By Donna Baver Rovito
(This blog originally appeared on the Pennsylvania Medical Society website under a slightly different title – https://www.pamedsoc.org/tools-you-can-use/topics/quality-and-value-blog/Mar916)
Hearing the word “balance,” always makes me flash to a scene from one of my favorite movies – The Karate Kid. I can clearly hear actor Pat Morita’s “broken” English (amazingly authentic considering that he was born in California).
(Watch it here: https://www.youtube.com/watch?v=QsPoBXemFmg)
“You remember lesson about balance?” he asks young protégé Daniel. “Lesson not just karate only. Lesson for all life. All life have balance – everything be better.”
Everything is better when we have balance. The issue in today’s busy, busy world – with its frenetic pace, smart phones, Internet and social media clamoring for our attention every hour of the day, constant change in medicine, work, family, home life and everything else – is how we can even begin to achieve that elusive ideal.
Finding that all-important balance is a skill. Fortunately, it’s a skill we can learn.
The Winter 2016 issue of Physician Family provides tools to help physician families find better work-life balance. Sara Taylor, MD, and Tracy Roth, MD, both members of two-physician families, have developed steps to achieve better balance in their lives:
1. Sort out what is important versus what is urgent. Don’t get caught up in the crisis of the moment.

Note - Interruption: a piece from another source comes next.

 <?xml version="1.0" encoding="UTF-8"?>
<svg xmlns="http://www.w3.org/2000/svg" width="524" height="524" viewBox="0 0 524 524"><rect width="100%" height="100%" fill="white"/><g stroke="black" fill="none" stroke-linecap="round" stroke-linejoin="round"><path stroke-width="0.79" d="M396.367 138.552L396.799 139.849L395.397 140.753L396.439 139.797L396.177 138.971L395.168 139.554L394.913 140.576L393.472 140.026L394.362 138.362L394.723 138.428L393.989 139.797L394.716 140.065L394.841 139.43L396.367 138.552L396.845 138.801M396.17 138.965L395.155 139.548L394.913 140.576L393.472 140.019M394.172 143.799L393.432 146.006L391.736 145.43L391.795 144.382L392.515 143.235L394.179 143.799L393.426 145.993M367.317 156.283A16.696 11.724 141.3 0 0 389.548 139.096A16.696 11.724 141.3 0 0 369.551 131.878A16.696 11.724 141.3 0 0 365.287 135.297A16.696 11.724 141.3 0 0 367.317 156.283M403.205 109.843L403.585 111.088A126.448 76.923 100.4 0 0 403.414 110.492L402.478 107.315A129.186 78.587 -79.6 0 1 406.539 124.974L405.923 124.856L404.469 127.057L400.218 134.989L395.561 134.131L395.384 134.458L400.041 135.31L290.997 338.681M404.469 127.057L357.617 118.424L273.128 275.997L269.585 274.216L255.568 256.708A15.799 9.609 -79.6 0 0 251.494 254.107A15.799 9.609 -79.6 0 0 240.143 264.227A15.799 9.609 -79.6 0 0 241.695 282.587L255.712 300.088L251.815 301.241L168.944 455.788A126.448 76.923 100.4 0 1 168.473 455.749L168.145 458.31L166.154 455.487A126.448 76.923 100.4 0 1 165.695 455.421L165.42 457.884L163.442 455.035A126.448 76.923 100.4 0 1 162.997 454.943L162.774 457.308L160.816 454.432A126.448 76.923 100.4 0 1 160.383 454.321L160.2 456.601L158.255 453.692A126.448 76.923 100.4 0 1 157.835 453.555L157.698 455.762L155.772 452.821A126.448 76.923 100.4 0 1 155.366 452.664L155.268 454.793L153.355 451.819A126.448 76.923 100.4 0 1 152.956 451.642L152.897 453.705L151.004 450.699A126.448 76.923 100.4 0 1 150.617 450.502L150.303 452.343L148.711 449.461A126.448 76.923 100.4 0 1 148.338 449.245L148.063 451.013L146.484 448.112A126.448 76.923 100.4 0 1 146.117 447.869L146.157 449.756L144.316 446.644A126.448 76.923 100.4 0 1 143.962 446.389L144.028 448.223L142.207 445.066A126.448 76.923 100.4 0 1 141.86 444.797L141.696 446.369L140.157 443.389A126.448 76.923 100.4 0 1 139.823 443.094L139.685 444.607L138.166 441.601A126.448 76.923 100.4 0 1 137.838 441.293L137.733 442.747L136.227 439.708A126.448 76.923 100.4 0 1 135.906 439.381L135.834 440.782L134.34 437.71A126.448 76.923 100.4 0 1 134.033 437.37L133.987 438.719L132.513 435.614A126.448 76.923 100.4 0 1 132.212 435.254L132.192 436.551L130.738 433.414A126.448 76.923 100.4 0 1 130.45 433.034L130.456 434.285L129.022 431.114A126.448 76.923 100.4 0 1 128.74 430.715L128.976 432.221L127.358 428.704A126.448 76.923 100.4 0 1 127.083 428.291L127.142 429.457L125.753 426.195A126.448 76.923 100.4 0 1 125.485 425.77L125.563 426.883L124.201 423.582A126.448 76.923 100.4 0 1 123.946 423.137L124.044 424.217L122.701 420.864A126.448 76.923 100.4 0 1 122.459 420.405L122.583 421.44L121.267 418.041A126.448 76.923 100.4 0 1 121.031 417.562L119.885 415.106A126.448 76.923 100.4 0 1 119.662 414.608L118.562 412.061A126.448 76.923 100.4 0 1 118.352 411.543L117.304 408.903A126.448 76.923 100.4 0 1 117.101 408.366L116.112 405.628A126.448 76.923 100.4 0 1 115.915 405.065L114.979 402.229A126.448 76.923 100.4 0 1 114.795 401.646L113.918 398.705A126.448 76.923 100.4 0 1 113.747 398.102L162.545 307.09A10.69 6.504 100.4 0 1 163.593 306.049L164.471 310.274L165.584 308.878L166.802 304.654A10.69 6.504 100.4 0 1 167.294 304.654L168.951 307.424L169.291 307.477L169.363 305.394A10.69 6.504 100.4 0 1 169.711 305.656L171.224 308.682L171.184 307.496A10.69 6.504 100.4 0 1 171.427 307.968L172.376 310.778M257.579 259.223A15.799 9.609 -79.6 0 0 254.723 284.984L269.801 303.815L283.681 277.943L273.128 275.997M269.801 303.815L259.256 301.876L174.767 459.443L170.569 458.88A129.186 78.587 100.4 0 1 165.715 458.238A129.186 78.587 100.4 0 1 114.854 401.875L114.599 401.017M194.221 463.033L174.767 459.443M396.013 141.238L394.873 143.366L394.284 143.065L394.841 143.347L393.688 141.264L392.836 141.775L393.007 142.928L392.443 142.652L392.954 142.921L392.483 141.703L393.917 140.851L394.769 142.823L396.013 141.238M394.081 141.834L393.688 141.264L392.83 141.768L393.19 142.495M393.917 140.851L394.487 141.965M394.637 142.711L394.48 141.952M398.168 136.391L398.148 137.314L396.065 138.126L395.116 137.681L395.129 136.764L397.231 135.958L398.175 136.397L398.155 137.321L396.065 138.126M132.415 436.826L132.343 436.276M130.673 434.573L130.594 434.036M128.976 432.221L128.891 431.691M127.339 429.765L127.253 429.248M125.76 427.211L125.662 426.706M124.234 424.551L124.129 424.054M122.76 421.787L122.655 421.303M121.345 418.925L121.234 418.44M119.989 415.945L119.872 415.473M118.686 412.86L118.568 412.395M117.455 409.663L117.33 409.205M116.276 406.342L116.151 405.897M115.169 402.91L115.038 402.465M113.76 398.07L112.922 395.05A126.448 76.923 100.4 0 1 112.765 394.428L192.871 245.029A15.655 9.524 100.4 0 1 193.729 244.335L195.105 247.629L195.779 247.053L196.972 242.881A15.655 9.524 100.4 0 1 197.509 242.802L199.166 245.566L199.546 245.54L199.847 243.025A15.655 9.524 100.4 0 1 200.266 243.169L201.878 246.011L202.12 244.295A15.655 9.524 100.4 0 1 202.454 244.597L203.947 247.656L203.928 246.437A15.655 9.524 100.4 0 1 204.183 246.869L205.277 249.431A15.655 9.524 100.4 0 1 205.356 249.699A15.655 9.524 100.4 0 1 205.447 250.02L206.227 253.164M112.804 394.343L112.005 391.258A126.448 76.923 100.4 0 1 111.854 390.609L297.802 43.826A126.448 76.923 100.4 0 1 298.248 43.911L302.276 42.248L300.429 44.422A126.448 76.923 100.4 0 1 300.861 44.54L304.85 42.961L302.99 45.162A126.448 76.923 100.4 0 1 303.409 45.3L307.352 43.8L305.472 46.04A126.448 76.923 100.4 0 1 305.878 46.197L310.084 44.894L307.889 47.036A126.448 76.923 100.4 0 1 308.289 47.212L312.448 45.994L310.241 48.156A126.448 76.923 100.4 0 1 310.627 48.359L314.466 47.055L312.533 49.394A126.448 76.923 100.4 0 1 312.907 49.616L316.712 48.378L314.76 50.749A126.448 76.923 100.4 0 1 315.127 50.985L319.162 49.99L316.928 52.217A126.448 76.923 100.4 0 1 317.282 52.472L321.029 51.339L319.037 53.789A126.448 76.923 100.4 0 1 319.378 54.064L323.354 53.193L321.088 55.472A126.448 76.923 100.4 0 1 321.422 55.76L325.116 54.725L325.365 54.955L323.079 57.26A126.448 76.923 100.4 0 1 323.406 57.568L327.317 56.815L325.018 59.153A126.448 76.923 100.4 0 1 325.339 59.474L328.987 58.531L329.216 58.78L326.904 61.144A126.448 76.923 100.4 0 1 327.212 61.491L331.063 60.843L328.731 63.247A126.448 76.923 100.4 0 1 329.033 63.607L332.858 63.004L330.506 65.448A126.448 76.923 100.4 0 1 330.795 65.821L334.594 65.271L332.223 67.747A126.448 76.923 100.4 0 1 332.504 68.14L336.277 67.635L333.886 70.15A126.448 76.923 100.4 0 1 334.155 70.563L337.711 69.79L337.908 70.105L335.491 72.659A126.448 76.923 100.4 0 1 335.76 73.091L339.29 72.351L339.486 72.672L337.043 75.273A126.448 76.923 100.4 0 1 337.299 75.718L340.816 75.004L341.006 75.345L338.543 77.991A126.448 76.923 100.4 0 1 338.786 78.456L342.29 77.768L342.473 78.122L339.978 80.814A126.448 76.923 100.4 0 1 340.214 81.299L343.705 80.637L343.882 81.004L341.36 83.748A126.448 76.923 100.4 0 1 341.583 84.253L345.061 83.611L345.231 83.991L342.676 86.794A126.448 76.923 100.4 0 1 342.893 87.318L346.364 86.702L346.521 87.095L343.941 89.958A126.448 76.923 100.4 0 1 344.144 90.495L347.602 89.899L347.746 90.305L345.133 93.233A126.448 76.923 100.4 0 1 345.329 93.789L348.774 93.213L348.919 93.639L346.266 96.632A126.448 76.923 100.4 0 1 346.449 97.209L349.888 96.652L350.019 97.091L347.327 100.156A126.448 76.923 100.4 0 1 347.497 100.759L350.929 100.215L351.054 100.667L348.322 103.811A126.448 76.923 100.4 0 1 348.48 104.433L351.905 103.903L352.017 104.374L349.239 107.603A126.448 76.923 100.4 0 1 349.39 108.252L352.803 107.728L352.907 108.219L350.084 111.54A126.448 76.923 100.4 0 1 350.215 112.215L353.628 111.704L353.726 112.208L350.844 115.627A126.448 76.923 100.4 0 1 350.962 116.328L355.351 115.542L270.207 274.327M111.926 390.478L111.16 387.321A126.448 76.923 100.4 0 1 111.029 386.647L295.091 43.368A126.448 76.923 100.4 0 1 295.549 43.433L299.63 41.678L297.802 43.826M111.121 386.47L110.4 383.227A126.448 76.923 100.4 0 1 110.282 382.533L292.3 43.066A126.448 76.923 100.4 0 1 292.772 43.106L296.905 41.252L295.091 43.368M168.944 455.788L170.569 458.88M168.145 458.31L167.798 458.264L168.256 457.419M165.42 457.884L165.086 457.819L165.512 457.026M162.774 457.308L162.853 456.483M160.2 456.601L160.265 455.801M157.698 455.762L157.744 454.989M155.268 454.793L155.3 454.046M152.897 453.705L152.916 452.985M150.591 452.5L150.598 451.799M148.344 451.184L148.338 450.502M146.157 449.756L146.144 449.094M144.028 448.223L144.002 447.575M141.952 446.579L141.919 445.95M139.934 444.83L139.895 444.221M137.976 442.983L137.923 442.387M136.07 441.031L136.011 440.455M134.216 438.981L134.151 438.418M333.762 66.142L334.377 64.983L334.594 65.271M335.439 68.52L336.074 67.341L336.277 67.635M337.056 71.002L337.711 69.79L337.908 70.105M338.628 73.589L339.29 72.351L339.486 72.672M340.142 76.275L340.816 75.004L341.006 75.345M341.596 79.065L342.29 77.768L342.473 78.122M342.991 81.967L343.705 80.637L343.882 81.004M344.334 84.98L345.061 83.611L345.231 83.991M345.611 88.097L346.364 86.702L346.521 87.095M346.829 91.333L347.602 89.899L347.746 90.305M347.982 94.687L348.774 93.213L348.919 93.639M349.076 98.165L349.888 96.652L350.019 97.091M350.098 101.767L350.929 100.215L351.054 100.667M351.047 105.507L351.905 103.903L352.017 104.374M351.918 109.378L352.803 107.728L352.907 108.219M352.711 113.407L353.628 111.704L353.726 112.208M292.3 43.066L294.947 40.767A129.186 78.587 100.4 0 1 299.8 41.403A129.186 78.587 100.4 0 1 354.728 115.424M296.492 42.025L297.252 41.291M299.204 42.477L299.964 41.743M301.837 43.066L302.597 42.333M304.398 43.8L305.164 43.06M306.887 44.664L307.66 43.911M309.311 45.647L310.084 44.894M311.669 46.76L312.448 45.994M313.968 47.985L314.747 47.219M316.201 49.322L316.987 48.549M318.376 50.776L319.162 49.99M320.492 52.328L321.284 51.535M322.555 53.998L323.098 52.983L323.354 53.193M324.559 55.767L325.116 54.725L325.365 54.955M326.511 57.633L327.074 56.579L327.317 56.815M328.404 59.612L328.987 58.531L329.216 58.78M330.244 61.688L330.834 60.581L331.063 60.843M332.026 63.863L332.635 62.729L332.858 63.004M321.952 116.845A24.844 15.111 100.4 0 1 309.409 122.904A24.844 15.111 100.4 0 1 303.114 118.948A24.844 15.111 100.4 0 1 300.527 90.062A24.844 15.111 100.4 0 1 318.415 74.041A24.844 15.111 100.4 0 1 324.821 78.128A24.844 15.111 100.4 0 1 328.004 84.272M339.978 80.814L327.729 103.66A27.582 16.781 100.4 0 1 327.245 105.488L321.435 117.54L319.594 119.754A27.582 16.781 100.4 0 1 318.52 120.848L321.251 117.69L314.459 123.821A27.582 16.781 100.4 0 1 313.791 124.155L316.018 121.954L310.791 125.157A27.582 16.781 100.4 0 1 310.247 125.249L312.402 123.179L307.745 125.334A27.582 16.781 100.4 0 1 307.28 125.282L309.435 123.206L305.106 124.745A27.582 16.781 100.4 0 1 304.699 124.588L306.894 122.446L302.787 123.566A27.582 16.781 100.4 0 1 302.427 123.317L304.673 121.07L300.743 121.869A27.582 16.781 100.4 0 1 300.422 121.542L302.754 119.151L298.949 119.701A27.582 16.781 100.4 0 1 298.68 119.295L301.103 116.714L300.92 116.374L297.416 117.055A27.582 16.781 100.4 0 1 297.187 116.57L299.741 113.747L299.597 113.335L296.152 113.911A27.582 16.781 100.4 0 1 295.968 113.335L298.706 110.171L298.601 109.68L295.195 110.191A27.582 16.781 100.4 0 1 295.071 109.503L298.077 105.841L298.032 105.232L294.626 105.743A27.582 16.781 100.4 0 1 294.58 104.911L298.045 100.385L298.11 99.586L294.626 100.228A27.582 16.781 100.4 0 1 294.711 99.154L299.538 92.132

2. Spend more time being and less time doing. Constant “busyness” detracts from what’s really important.
3. Say “No” more often. You don’t need to be in charge to be useful.
4. Prioritize self-care. Don’t skip this because you “don’t have time.” Get enough sleep and exercise. Do things that make you happy – it will give you the resources you need.
5. Track schedules and routines in whatever way works for your family: electronic, white board, paper calendar, etc.
6. Stay organized – don’t waste time and anxiety looking for “lost” things.
7. Make time for your partner/spouse, to stay connected and keep your relationship strong.
8. Learn how to ask for and accept help. You really can’t do everything yourself – and that’s OK.
Here’s the recurring message – balance is something we simply cannot achieve by ourselves. Just as you can’t possibly balance a seesaw on your own, achieving balance in our work and home lives isn’t a singular task.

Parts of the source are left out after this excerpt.